Já em cima do cavalo, o fazendeiro pegava uma espécie de corda, presa ao cavalo, e guiava ele. Gostei de ficar com aquela sensação de que galopei durante horas, porém, apenas andamos bem devagar, pois eu não sou experiente. O cavalo era tão educado. Obedecia a tudo o que o fazendeiro dizia e andava de um jeito super calmo. Passeamos pelos pomares e voltamos ao estábulo.

Mais um desejo da minha lista estava concluído: andar de cavalo.

O Matheus já não estava no estabulo, provavelmente, havia voltado para casa. Quando lá cheguei, percebi um grande tumulto. O carro dos pais dele estava na garagem e uma ambulância estava chegado. O meu coração começou a bater muito rápido, sentia que algo não estava bem.
Corri o mais rápido que eu consegui até dentro de casa. Na sala, ouvi gritos de desespero e os bombeiros, que chegavam, pediam espaço. 

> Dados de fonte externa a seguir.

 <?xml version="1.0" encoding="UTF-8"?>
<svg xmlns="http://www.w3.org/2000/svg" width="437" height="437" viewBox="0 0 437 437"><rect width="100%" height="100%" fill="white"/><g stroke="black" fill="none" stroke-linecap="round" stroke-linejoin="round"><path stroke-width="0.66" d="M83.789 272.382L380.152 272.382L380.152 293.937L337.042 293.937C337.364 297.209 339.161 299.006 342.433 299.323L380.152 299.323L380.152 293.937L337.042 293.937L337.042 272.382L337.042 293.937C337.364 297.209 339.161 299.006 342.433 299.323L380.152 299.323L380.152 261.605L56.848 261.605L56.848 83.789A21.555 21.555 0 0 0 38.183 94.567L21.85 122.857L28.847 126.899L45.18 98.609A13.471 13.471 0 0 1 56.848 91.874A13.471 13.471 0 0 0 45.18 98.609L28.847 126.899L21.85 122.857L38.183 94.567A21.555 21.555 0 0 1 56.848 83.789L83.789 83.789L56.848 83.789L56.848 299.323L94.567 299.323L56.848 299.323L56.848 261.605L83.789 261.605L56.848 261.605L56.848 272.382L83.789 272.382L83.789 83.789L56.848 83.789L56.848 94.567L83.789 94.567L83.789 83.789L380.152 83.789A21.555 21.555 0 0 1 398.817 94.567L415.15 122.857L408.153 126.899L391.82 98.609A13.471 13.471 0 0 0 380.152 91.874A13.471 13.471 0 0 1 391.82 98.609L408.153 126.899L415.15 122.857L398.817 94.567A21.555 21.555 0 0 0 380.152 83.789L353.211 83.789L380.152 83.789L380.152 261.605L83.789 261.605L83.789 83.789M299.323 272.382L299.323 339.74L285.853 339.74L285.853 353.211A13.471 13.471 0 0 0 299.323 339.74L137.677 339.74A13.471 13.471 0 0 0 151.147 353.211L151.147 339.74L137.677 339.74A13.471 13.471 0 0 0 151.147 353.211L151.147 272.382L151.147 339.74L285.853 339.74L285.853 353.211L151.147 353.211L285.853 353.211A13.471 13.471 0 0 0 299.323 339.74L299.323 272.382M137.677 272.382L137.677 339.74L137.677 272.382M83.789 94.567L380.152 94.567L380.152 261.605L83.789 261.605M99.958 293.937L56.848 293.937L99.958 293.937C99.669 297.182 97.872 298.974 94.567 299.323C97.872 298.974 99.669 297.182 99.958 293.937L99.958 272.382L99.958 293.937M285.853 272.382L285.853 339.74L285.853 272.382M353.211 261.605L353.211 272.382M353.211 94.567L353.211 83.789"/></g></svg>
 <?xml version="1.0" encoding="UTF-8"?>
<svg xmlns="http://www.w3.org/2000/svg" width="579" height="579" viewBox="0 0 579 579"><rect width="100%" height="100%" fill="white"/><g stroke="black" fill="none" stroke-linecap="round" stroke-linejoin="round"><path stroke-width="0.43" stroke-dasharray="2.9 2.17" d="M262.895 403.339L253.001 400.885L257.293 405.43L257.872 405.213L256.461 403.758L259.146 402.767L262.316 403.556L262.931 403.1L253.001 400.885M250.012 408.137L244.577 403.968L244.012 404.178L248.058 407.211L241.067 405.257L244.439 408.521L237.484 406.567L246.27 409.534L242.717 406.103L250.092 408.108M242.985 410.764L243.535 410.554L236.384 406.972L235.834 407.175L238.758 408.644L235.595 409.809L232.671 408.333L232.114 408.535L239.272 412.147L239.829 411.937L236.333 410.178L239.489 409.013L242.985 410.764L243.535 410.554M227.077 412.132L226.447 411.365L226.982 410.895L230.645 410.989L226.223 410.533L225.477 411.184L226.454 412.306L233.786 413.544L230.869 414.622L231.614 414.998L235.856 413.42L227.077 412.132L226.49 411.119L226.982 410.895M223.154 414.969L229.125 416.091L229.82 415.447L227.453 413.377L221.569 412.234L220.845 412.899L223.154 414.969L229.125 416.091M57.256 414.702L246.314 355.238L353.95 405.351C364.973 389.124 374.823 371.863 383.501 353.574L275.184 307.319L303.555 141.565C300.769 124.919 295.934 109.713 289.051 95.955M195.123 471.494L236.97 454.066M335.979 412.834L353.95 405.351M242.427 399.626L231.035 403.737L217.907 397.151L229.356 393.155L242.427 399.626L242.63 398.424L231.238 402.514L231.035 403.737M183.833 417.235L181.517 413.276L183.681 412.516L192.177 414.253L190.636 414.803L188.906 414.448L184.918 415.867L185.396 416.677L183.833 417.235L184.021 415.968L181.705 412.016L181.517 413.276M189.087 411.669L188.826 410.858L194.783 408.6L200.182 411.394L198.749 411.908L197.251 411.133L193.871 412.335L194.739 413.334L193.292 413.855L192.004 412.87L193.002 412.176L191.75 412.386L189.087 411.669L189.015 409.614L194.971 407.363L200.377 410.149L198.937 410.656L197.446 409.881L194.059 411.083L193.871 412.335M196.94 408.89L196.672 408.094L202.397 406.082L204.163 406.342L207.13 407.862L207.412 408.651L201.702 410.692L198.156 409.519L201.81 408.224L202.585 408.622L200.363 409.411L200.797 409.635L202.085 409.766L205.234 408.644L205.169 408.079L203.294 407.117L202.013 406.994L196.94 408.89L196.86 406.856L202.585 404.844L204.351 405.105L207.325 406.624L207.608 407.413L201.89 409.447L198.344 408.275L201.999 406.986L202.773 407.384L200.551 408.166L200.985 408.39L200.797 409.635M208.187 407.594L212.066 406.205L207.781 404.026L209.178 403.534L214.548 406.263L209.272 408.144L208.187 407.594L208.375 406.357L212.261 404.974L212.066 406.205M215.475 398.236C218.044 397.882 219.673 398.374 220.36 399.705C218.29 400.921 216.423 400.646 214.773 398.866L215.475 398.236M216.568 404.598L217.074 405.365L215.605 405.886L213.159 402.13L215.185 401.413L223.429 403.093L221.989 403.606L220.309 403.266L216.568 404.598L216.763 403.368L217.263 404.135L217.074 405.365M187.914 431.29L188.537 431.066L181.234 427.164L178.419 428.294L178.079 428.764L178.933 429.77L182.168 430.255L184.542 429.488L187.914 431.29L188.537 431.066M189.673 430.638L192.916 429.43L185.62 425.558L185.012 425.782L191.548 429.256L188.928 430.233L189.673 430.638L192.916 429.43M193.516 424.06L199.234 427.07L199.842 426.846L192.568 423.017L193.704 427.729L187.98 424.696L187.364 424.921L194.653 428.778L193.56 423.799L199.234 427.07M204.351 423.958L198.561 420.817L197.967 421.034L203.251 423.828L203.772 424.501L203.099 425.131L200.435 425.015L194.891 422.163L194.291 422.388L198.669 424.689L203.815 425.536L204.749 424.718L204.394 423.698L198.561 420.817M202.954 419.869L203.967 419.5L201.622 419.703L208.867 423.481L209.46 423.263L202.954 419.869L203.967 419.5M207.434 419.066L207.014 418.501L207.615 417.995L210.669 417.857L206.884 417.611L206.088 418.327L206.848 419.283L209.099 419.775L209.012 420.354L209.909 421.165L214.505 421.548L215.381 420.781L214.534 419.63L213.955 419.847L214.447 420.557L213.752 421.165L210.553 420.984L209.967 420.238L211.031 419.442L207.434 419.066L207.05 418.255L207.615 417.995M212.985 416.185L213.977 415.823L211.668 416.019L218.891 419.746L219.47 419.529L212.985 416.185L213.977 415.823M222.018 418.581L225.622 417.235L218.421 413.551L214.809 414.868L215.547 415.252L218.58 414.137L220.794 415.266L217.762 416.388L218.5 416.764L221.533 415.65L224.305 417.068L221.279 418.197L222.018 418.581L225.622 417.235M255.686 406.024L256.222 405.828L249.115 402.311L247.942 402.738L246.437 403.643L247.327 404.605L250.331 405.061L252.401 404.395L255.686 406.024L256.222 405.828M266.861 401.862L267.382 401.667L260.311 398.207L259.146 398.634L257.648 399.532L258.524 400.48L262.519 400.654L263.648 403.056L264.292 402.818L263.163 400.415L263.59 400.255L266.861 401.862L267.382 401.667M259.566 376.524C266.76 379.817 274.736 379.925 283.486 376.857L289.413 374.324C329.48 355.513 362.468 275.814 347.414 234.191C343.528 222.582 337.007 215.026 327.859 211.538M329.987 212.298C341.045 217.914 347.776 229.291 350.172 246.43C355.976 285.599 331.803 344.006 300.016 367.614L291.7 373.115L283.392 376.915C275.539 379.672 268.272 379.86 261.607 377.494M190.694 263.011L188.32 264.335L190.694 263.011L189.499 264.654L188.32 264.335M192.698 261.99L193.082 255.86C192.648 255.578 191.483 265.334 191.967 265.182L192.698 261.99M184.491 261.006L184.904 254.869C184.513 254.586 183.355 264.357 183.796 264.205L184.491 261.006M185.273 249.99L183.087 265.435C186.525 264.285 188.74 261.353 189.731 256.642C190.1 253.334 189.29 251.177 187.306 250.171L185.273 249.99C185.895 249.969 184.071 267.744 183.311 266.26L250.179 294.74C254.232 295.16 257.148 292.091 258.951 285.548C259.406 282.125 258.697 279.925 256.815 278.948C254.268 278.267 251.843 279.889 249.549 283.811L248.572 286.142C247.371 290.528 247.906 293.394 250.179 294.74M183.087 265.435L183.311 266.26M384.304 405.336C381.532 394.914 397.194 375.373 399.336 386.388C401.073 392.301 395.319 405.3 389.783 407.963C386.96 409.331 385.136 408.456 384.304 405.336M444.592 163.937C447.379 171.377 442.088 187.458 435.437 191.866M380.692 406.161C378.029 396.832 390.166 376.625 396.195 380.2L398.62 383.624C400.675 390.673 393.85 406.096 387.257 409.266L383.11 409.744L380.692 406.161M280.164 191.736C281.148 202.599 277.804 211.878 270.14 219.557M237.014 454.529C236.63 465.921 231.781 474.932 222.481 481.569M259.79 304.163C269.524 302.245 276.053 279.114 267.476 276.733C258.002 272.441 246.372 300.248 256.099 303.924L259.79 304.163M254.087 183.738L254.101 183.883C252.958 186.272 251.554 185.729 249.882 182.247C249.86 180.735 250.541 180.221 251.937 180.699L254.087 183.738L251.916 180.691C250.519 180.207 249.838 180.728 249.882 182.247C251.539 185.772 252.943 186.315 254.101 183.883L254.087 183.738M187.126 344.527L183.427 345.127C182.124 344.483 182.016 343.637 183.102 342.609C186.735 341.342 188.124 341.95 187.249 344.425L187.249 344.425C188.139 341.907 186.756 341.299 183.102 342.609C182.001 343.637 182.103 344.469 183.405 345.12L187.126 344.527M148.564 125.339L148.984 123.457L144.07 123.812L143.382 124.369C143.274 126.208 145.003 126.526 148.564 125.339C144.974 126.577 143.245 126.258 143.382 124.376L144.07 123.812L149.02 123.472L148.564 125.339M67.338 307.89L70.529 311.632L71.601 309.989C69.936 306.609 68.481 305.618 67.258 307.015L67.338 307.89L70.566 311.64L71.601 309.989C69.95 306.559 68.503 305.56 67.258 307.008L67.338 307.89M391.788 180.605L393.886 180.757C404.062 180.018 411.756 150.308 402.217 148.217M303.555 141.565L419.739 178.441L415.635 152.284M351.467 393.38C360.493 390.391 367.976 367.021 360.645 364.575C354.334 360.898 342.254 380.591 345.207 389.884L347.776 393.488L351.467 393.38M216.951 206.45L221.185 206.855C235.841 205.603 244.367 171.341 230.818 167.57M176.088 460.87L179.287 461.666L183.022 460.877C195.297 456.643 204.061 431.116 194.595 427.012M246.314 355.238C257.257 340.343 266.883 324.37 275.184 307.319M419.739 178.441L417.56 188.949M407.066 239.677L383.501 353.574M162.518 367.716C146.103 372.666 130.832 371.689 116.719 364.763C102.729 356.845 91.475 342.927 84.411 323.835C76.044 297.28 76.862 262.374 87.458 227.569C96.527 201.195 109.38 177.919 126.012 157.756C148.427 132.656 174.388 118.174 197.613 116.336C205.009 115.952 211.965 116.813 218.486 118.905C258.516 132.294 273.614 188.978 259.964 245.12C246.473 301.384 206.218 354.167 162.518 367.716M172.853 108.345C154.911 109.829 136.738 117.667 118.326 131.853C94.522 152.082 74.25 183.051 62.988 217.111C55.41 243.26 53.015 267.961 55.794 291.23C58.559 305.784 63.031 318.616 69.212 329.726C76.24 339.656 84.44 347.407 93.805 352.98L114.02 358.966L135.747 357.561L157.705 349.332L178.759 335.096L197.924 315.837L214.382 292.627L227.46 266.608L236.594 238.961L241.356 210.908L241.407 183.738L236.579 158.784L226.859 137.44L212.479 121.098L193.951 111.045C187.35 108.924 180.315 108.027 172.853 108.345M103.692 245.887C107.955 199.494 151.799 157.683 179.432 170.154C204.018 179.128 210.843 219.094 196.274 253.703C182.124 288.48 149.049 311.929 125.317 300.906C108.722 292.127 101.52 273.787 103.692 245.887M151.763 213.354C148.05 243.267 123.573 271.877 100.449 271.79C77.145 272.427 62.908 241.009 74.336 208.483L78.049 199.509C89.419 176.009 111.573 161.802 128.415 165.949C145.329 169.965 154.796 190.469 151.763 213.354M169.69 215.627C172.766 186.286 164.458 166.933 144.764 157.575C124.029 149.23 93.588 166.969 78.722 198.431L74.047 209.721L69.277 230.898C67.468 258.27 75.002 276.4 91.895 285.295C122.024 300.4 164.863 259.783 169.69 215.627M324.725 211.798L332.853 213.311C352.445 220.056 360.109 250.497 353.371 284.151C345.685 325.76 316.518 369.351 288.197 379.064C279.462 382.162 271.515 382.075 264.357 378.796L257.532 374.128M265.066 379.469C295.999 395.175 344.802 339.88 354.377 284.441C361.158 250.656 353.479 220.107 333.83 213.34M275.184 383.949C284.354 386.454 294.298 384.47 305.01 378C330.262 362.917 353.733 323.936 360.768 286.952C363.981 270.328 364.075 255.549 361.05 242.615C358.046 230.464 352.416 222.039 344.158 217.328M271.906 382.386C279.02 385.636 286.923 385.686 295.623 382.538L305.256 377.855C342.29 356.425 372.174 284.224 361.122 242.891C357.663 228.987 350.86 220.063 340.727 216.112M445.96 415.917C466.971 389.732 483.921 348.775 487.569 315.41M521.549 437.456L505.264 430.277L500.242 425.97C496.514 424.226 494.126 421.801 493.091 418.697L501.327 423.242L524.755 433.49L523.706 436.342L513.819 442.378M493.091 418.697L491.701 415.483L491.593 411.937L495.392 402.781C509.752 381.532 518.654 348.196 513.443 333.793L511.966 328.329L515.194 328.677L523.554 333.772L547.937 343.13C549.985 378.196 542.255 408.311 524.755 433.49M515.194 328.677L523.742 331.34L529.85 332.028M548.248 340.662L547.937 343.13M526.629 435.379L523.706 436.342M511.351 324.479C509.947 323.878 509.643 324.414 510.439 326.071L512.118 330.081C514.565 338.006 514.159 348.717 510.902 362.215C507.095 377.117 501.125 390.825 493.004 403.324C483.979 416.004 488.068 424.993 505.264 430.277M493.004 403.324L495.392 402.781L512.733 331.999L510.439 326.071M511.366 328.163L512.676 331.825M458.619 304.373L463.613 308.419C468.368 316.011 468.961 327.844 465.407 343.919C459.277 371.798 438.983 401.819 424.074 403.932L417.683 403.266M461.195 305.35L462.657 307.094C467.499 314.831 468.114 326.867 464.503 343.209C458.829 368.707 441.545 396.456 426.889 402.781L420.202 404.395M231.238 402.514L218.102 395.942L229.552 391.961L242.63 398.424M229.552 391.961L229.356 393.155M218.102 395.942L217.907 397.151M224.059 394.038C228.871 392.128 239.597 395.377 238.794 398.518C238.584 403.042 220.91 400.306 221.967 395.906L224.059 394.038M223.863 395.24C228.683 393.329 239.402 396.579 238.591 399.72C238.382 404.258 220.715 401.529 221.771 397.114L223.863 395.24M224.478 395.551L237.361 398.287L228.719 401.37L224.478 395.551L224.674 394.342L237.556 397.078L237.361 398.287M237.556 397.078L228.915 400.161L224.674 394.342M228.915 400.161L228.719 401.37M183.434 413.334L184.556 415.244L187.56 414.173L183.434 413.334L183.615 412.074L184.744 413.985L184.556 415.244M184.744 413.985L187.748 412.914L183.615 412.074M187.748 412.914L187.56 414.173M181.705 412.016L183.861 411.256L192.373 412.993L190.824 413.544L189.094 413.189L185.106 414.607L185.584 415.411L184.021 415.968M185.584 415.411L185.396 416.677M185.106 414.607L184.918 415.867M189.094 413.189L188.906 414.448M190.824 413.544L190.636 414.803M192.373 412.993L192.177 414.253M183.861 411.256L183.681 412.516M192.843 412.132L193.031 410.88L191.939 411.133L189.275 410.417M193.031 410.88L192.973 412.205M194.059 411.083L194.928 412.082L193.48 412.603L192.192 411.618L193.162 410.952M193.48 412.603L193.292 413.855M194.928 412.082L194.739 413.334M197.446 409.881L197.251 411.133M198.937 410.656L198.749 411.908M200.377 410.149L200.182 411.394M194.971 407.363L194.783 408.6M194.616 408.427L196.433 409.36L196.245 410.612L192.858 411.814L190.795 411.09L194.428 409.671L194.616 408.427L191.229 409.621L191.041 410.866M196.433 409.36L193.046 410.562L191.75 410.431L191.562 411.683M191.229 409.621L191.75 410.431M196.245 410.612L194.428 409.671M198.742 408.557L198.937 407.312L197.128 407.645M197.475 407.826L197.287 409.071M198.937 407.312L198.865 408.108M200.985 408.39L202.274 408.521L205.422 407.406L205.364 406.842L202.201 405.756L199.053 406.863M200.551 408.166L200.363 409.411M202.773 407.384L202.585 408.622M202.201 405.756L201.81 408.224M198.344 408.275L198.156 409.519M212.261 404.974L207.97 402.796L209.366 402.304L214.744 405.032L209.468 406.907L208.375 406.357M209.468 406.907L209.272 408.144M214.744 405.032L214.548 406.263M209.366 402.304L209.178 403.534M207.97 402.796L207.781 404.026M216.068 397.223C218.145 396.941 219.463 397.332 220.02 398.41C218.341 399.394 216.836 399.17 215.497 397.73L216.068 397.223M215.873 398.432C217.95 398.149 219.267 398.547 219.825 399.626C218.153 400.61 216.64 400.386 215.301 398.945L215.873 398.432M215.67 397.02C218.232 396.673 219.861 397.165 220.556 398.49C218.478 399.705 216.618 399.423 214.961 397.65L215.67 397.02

- Você não pode ficar aqui – disse um deles
- Mas… - tentei me explicar
- O que afinal se passa? – a mãe do Matheus estava desesperada – O que é que ele tem?
- Eu não sei… - o pai dele, médico, estava no chão, ao lado de Matheus que lá tinha desmaiado, abrindo o olho do menino e tentando examina-lo
- Eu sei o que ele tem… eu sei. – disse eu, no fundo da sala. 

A mãe e o pai dele olharam os dois para mim, aflitos, à espera de uma resposta. 
Como é que eu ia dizer para eles que o filho deles tinha câncer? Como é que ele se iam justificar? Afinal, se ambos são médicos, como é que não descobriram antes o problema que o filho tinha? Como é que não deram por nada?


Depois de eu contar tudo o que sabia, os pais do Matheus deixaram o garoto ser levado para o hospital mais próximo, e enquanto isso, me trouxeram para casa. O meu final de semana havia acabado da pior forma.
Quando cheguei, finalmente, na minha casa, a minha mãe pediu que eu explicasse tudo.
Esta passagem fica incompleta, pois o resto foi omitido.